21 de junio de 2012 Desactivado Por Regnumdei
El descontento en la Iglesia
No se necesita mucha imaginación para darse cuenta de que la "compañía" a la que aludo aquí es la Iglesia.
Tal vez se evitó mencionar el término "Iglesia" en el título sólo porque provoca espontáneamente una reacción de defensa en la mayor parte de los hombres de nuestro tiempo. Estos piensan: "Hemos oído hablar de la Iglesia hasta la coronilla, y además no ha sido nada agradable". La palabra y la realidad de la Iglesia se han desacreditado. Y por esta razón incluso una reforma permanente da la impresión de no cambiar nada. ¿O quizá el problema estriba en que hasta la fecha no ha sido descubierto qué tipo de reforma podría hacer de la Iglesia una "compañía" que valga la pena ser vivida?
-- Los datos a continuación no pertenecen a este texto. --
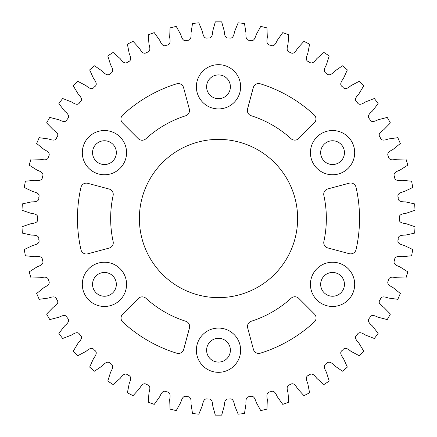 <?xml version="1.0" encoding="UTF-8"?>
<svg xmlns="http://www.w3.org/2000/svg" width="437" height="437" viewBox="0 0 437 437"><rect width="100%" height="100%" fill="white"/><g stroke="black" fill="none" stroke-linecap="round" stroke-linejoin="round"><path stroke-width="0.66" d="M82.32 152.65A22.123 22.123 0 0 0 104.443 174.773A22.123 22.123 0 0 0 126.566 152.65A22.123 22.123 0 0 0 104.443 130.526A22.123 22.123 0 0 0 82.32 152.65M82.32 284.35A22.123 22.123 0 0 0 104.443 306.474A22.123 22.123 0 0 0 126.566 284.35A22.123 22.123 0 0 0 104.443 262.227A22.123 22.123 0 0 0 82.32 284.35M196.377 350.201A22.123 22.123 0 0 0 218.5 372.324A22.123 22.123 0 0 0 240.623 350.201A22.123 22.123 0 0 0 218.5 328.078A22.123 22.123 0 0 0 196.377 350.201M310.434 284.35A22.123 22.123 0 0 0 332.557 306.474A22.123 22.123 0 0 0 354.68 284.35A22.123 22.123 0 0 0 332.557 262.227A22.123 22.123 0 0 0 310.434 284.35M310.434 152.65A22.123 22.123 0 0 0 332.557 174.773A22.123 22.123 0 0 0 354.68 152.65A22.123 22.123 0 0 0 332.557 130.526A22.123 22.123 0 0 0 310.434 152.65M196.377 86.799A22.123 22.123 0 0 0 218.5 108.922A22.123 22.123 0 0 0 240.623 86.799A22.123 22.123 0 0 0 218.5 64.676A22.123 22.123 0 0 0 196.377 86.799M139.376 218.5A79.124 79.124 0 0 0 218.5 297.624A79.124 79.124 0 0 0 297.624 218.5A79.124 79.124 0 0 0 218.5 139.376A79.124 79.124 0 0 0 139.376 218.5M314.443 314.045A5.534 5.534 0 0 1 314.29 322.014A141.036 141.036 0 0 1 260.392 353.172A5.534 5.534 0 0 1 253.405 349.321L247.675 327.93A5.534 5.534 0 0 1 251.335 321.233A107.852 107.852 0 0 0 291.151 298.209A5.534 5.534 0 0 1 298.788 298.389L314.443 314.045M185.791 321.271A5.534 5.534 0 0 1 189.456 327.974L183.726 349.36A5.534 5.534 0 0 1 176.745 353.216A141.036 141.036 0 0 1 122.819 322.118A5.534 5.534 0 0 1 122.66 314.143L138.316 298.482A5.534 5.534 0 0 1 145.947 298.302A107.852 107.852 0 0 0 185.791 321.271M109.141 189.052A5.534 5.534 0 0 1 113.117 195.568A107.852 107.852 0 0 0 113.145 241.563A5.534 5.534 0 0 1 109.174 248.085L87.782 253.815A5.534 5.534 0 0 1 80.96 249.696A141.036 141.036 0 0 1 80.927 187.446A5.534 5.534 0 0 1 87.75 183.322L109.141 189.052M189.325 109.07A5.534 5.534 0 0 1 185.665 115.767A107.852 107.852 0 0 0 145.849 138.791A5.534 5.534 0 0 1 138.212 138.611L122.557 122.955A5.534 5.534 0 0 1 122.71 114.986A141.036 141.036 0 0 1 176.608 83.828A5.534 5.534 0 0 1 183.595 87.679L189.325 109.07M314.181 114.882A5.534 5.534 0 0 1 314.34 122.857L298.684 138.518A5.534 5.534 0 0 1 291.053 138.698A107.852 107.852 0 0 0 251.209 115.729A5.534 5.534 0 0 1 247.544 109.026L253.274 87.64A5.534 5.534 0 0 1 260.255 83.784A141.036 141.036 0 0 1 314.181 114.882M326.352 218.5A107.852 107.852 0 0 1 323.883 241.432A5.534 5.534 0 0 0 327.859 247.948L349.25 253.678A5.534 5.534 0 0 0 356.073 249.554A141.036 141.036 0 0 0 356.04 187.304A5.534 5.534 0 0 0 349.218 183.185L327.826 188.915A5.534 5.534 0 0 0 323.855 195.437A107.852 107.852 0 0 1 326.352 218.5M206.608 86.799A11.892 11.892 0 0 0 218.5 98.691A11.892 11.892 0 0 0 230.392 86.799A11.892 11.892 0 0 0 218.5 74.907A11.892 11.892 0 0 0 206.608 86.799M320.665 152.65A11.892 11.892 0 0 0 332.557 164.541A11.892 11.892 0 0 0 344.449 152.65A11.892 11.892 0 0 0 332.557 140.758A11.892 11.892 0 0 0 320.665 152.65M320.665 284.35A11.892 11.892 0 0 0 332.557 296.242A11.892 11.892 0 0 0 344.449 284.35A11.892 11.892 0 0 0 332.557 272.459A11.892 11.892 0 0 0 320.665 284.35M206.608 350.201A11.892 11.892 0 0 0 218.5 362.093A11.892 11.892 0 0 0 230.392 350.201A11.892 11.892 0 0 0 218.5 338.309A11.892 11.892 0 0 0 206.608 350.201M92.551 284.35A11.892 11.892 0 0 0 104.443 296.242A11.892 11.892 0 0 0 116.335 284.35A11.892 11.892 0 0 0 104.443 272.459A11.892 11.892 0 0 0 92.551 284.35M92.551 152.65A11.892 11.892 0 0 0 104.443 164.541A11.892 11.892 0 0 0 116.335 152.65A11.892 11.892 0 0 0 104.443 140.758A11.892 11.892 0 0 0 92.551 152.65M412.714 187.484L404.214 191.559C401.297 192.318 396.627 193.389 398.216 197.491C397.615 201.856 402.411 201.823 405.421 201.889L414.631 203.888A196.677 196.677 0 0 1 415.003 210.241L406.088 213.3C403.1 213.715 398.336 214.239 399.44 218.5C398.336 222.761 403.1 223.285 406.088 223.7L415.003 226.759A196.677 196.677 0 0 1 414.631 233.112L405.421 235.111C402.411 235.177 397.615 235.144 398.216 239.509C396.627 243.611 401.297 244.682 404.214 245.441L412.714 249.516A196.677 196.677 0 0 1 411.61 255.782L402.231 256.699C399.227 256.415 394.469 255.825 394.562 260.228C392.508 264.117 397.02 265.729 399.833 266.821L407.803 271.852A196.677 196.677 0 0 1 405.978 277.948L396.55 277.774C393.606 277.14 388.946 276.004 388.531 280.385C386.035 284.012 390.334 286.131 392.994 287.546L400.325 293.467A196.677 196.677 0 0 1 397.807 299.312L388.466 298.045C385.614 297.073 381.119 295.401 380.195 299.706C377.295 303.016 381.321 305.627 383.801 307.337L390.394 314.072A196.677 196.677 0 0 1 387.215 319.578L378.081 317.235C375.361 315.94 371.089 313.761 369.675 317.928C366.408 320.878 370.101 323.937 372.368 325.926L378.136 333.382A196.677 196.677 0 0 1 374.34 338.484L365.54 335.097C362.989 333.497 359.001 330.831 357.111 334.808C353.522 337.359 356.838 340.827 358.859 343.061L363.721 351.135A196.677 196.677 0 0 1 359.356 355.762L351.009 351.375C348.66 349.491 345.012 346.383 342.668 350.113C338.812 352.233 341.701 356.057 343.449 358.515L347.344 367.096A196.677 196.677 0 0 1 342.466 371.188L334.687 365.862C332.573 363.715 329.307 360.208 326.548 363.639C322.473 365.294 324.899 369.429 326.346 372.073L329.219 381.053A196.677 196.677 0 0 1 323.904 384.549L316.798 378.355C314.946 375.978 312.105 372.111 308.97 375.203C304.731 376.372 306.659 380.764 307.79 383.555L309.598 392.803A196.677 196.677 0 0 1 303.912 395.66L297.575 388.684C296.013 386.111 293.642 381.938 290.168 384.642C285.82 385.314 287.224 389.902 288.027 392.803L288.748 402.204A196.677 196.677 0 0 1 282.766 404.378L277.282 396.714C276.026 393.972 274.157 389.558 270.394 391.842C265.996 392 266.86 396.72 267.318 399.697L266.947 409.114A196.677 196.677 0 0 1 260.752 410.583L256.197 402.335C255.268 399.467 253.924 394.862 249.92 396.692C245.534 396.343 245.845 401.128 245.955 404.138L244.491 413.451A196.677 196.677 0 0 1 238.17 414.189L234.598 405.465C234.008 402.51 233.211 397.785 229.021 399.134C224.705 398.276 224.46 403.067 224.219 406.071L221.679 415.15A196.677 196.677 0 0 1 215.321 415.15L212.781 406.071C212.54 403.067 212.295 398.276 207.979 399.134C203.789 397.785 202.992 402.51 202.402 405.465L198.83 414.189A196.677 196.677 0 0 1 192.509 413.451L191.045 404.138C191.155 401.128 191.466 396.343 187.08 396.692C183.076 394.862 181.732 399.467 180.803 402.335L176.248 410.583A196.677 196.677 0 0 1 170.053 409.114L169.682 399.697C170.14 396.72 171.004 392 166.606 391.842C162.843 389.558 160.974 393.972 159.718 396.714L154.234 404.378A196.677 196.677 0 0 1 148.252 402.204L148.973 392.803C149.776 389.902 151.18 385.314 146.832 384.642C143.358 381.938 140.987 386.111 139.425 388.684L133.088 395.66A196.677 196.677 0 0 1 127.402 392.803L129.21 383.555C130.341 380.764 132.269 376.372 128.03 375.203C124.895 372.111 122.054 375.978 120.202 378.355L113.096 384.549A196.677 196.677 0 0 1 107.781 381.053L110.654 372.073C112.101 369.429 114.527 365.294 110.452 363.639C107.693 360.208 104.427 363.715 102.313 365.862L94.534 371.188A196.677 196.677 0 0 1 89.656 367.096L93.551 358.515C95.299 356.057 98.188 352.233 94.332 350.113C91.989 346.383 88.34 349.491 85.991 351.375L77.644 355.762A196.677 196.677 0 0 1 73.279 351.135L78.141 343.061C80.162 340.827 83.478 337.359 79.889 334.808C77.999 330.831 74.011 333.497 71.46 335.097L62.66 338.484A196.677 196.677 0 0 1 58.864 333.382L64.632 325.926C66.899 323.937 70.592 320.878 67.325 317.928C65.911 313.761 61.639 315.94 58.919 317.235L49.785 319.578A196.677 196.677 0 0 1 46.606 314.072L53.199 307.337C55.679 305.627 59.705 303.016 56.805 299.706C55.881 295.401 51.386 297.073 48.534 298.045L39.193 299.312A196.677 196.677 0 0 1 36.675 293.467L44.006 287.546C46.666 286.131 50.965 284.012 48.469 280.385C48.054 276.004 43.394 277.14 40.45 277.774L31.022 277.948A196.677 196.677 0 0 1 29.197 271.852L37.167 266.821C39.98 265.729 44.492 264.117 42.438 260.228C42.531 255.825 37.773 256.415 34.769 256.699L25.39 255.782A196.677 196.677 0 0 1 24.286 249.516L32.786 245.441C35.703 244.682 40.373 243.611 38.784 239.509C39.385 235.144 34.589 235.177 31.579 235.111L22.369 233.112A196.677 196.677 0 0 1 21.997 226.759L30.912 223.7C33.9 223.285 38.664 222.761 37.56 218.5C38.664 214.239 33.9 213.715 30.912 213.3L21.997 210.241A196.677 196.677 0 0 1 22.369 203.888L31.579 201.889C34.589 201.823 39.385 201.856 38.784 197.491C40.373 193.389 35.703 192.318 32.786 191.559L24.286 187.484A196.677 196.677 0 0 1 25.39 181.218L34.769 180.301C37.773 180.585 42.531 181.175 42.438 176.772C44.492 172.883 39.98 171.271 37.167 170.179L29.197 165.148A196.677 196.677 0 0 1 31.022 159.052L40.45 159.226C43.394 159.86 48.054 160.996 48.469 156.615C50.965 152.988 46.666 150.869 44.006 149.454L36.675 143.533A196.677 196.677 0 0 1 39.193 137.688L48.534 138.955C51.386 139.927 55.881 141.599 56.805 137.294C59.705 133.984 55.679 131.373 53.199 129.663L46.606 122.928A196.677 196.677 0 0 1 49.785 117.422L58.919 119.765C61.639 121.06 65.911 123.239 67.325 119.072C70.592 116.122 66.899 113.063 64.632 111.074L58.864 103.618A196.677 196.677 0 0 1 62.66 98.516L71.46 101.903C74.011 103.503 77.999 106.169 79.889 102.192C83.478 99.641 80.162 96.173 78.141 93.939L73.279 85.865A196.677 196.677 0 0 1 77.644 81.238L85.991 85.625C88.34 87.509 91.989 90.617 94.332 86.887C98.188 84.767 95.299 80.943 93.551 78.485L89.656 69.904A196.677 196.677 0 0 1 94.534 65.812L102.313 71.138C104.427 73.285 107.693 76.792 110.452 73.361C114.527 71.706 112.101 67.571 110.654 64.927L107.781 55.947A196.677 196.677 0 0 1 113.096 52.451L120.202 58.645C122.054 61.022 124.895 64.889 128.03 61.797C132.269 60.628 130.341 56.236 129.21 53.445L127.402 44.197A196.677 196.677 0 0 1 133.088 41.34L139.425 48.316C140.987 50.889 143.358 55.062 146.832 52.358C151.18 51.686 149.776 47.098 148.973 44.197L148.252 34.796A196.677 196.677 0 0 1 154.234 32.622L159.718 40.286C160.974 43.028 162.843 47.442 166.606 45.158C171.004 45 170.14 40.28 169.682 37.303L170.053 27.886A196.677 196.677 0 0 1 176.248 26.417L180.803 34.665C181.732 37.533 183.076 42.138 187.08 40.308C191.466 40.657 191.155 35.872 191.045 32.862L192.509 23.549A196.677 196.677 0 0 1 198.83 22.811L202.402 31.535C202.992 34.49 203.789 39.215 207.979 37.866C212.295 38.724 212.54 33.933 212.781 30.929L215.321 21.85A196.677 196.677 0 0 1 221.679 21.85L224.219 30.929C224.46 33.933 224.705 38.724 229.021 37.866C233.211 39.215 234.008 34.49 234.598 31.535L238.17 22.811A196.677 196.677 0 0 1 244.491 23.549L245.955 32.862C245.845 35.872 245.534 40.657 249.92 40.308C253.924 42.138 255.268 37.533 256.197 34.665L260.752 26.417A196.677 196.677 0 0 1 266.947 27.886L267.318 37.303C266.86 40.28 265.996 45 270.394 45.158C274.157 47.442 276.026 43.028 277.282 40.286L282.766 32.622A196.677 196.677 0 0 1 288.748 34.796L288.027 44.197C287.224 47.098 285.82 51.686 290.168 52.358C293.642 55.062 296.013 50.889 297.575 48.316L303.912 41.34A196.677 196.677 0 0 1 309.598 44.197L307.79 53.445C306.659 56.236 304.731 60.628 308.97 61.797C312.105 64.889 314.946 61.022 316.798 58.645L323.904 52.451A196.677 196.677 0 0 1 329.219 55.947L326.346 64.927C324.899 67.571 322.473 71.706 326.548 73.361C329.307 76.792 332.573 73.285 334.687 71.138L342.466 65.812A196.677 196.677 0 0 1 347.344 69.904L343.449 78.485C341.701 80.943 338.812 84.767 342.668 86.887C345.012 90.617 348.66 87.509 351.009 85.625L359.356 81.238A196.677 196.677 0 0 1 363.721 85.865L358.859 93.939C356.838 96.173 353.522 99.641 357.111 102.192C359.001 106.169 362.989 103.503 365.54 101.903L374.34 98.516A196.677 196.677 0 0 1 378.136 103.618L372.368 111.074C370.101 113.063 366.408 116.122 369.675 119.072C371.089 123.239 375.361 121.06 378.081 119.765L387.215 117.422A196.677 196.677 0 0 1 390.394 122.928L383.801 129.663C381.321 131.373 377.295 133.984 380.195 137.294C381.119 141.599 385.614 139.927 388.466 138.955L397.807 137.688A196.677 196.677 0 0 1 400.325 143.533L392.994 149.454C390.334 150.869 386.035 152.988 388.531 156.615C388.946 160.996 393.606 159.86 396.55 159.226L405.978 159.052A196.677 196.677 0 0 1 407.803 165.148L399.833 170.179C397.02 171.271 392.508 172.883 394.562 176.772C394.469 181.175 399.227 180.585 402.231 180.301L411.61 181.218A196.677 196.677 0 0 1 412.714 187.484"/></g></svg>

Pero preguntémonos ante todo: ¿por qué la Iglesia resulta desagradable a tantas personas, e incluso a los creyentes, a personas que hasta hace poco podían ser consideradas entre las más fieles o que, aun sufriendo, lo siguen siendo todavía hoy? Los motivos son muy diversos y también opuestos, según el tenor de las posiciones. Algunos sufren porque la Iglesia se ha adecuado excesivamente a los parámetros del mundo actual; otros no ocultan su enfado porque todavía se mantiene extraña a este mundo. Para la mayoría de la gente el descontento con la Iglesia se manifiesta a partir de la constatación de que es una institución como tantas otras, y que como tal limita mi libertad. La sed de libertad es la forma mediante la cual hoy día se expresan el deseo de liberación y la percepción de no ser libre, de estar alienados. El anhelo de libertad aspira a una existencia que no esté limitada por algo ya dado y que me obstaculiza en mi desarrollo pleno, presentándome desde el exterior el camino que debo recorrer. Pero por todos lados chocamos contra barreras y bloqueos de calles de esta clase, que nos detienen y nos impiden ir adelante. De esta forma, las vallas que alza la Iglesia tienen un peso doble, pues penetran hasta la esfera más personal e íntima. Pero las normas de la vida de la Iglesia son muchos más que una simple regla de tráfico tendente a evitar los eventuales choques de la convivencia humana. Ellas tienen que ver con mi camino interior, y me dicen cómo debo comprender y configurar mi libertad. Me exigen decisiones, que no puedo tomar sin el dolor de la renuncia. ¿Acaso no quieren negarnos los frutos más hermosos del jardín de la vida? ¿No es cierto que con las restricciones producidas de tantas órdenes y prohibiciones nos ponen una barrera en el camino hacia un horizonte abierto? Y el pensamiento, ¿no lo obstaculizan en su grandeza, así como también la voluntad? ¿Tal vez la liberación tenga que ser necesariamente la salida de esta tutela espiritual? Y la única y verdadera reforma, ¿no sería la de rechazar todo esto? Pero entonces, ¿qué queda de esta "compañía"?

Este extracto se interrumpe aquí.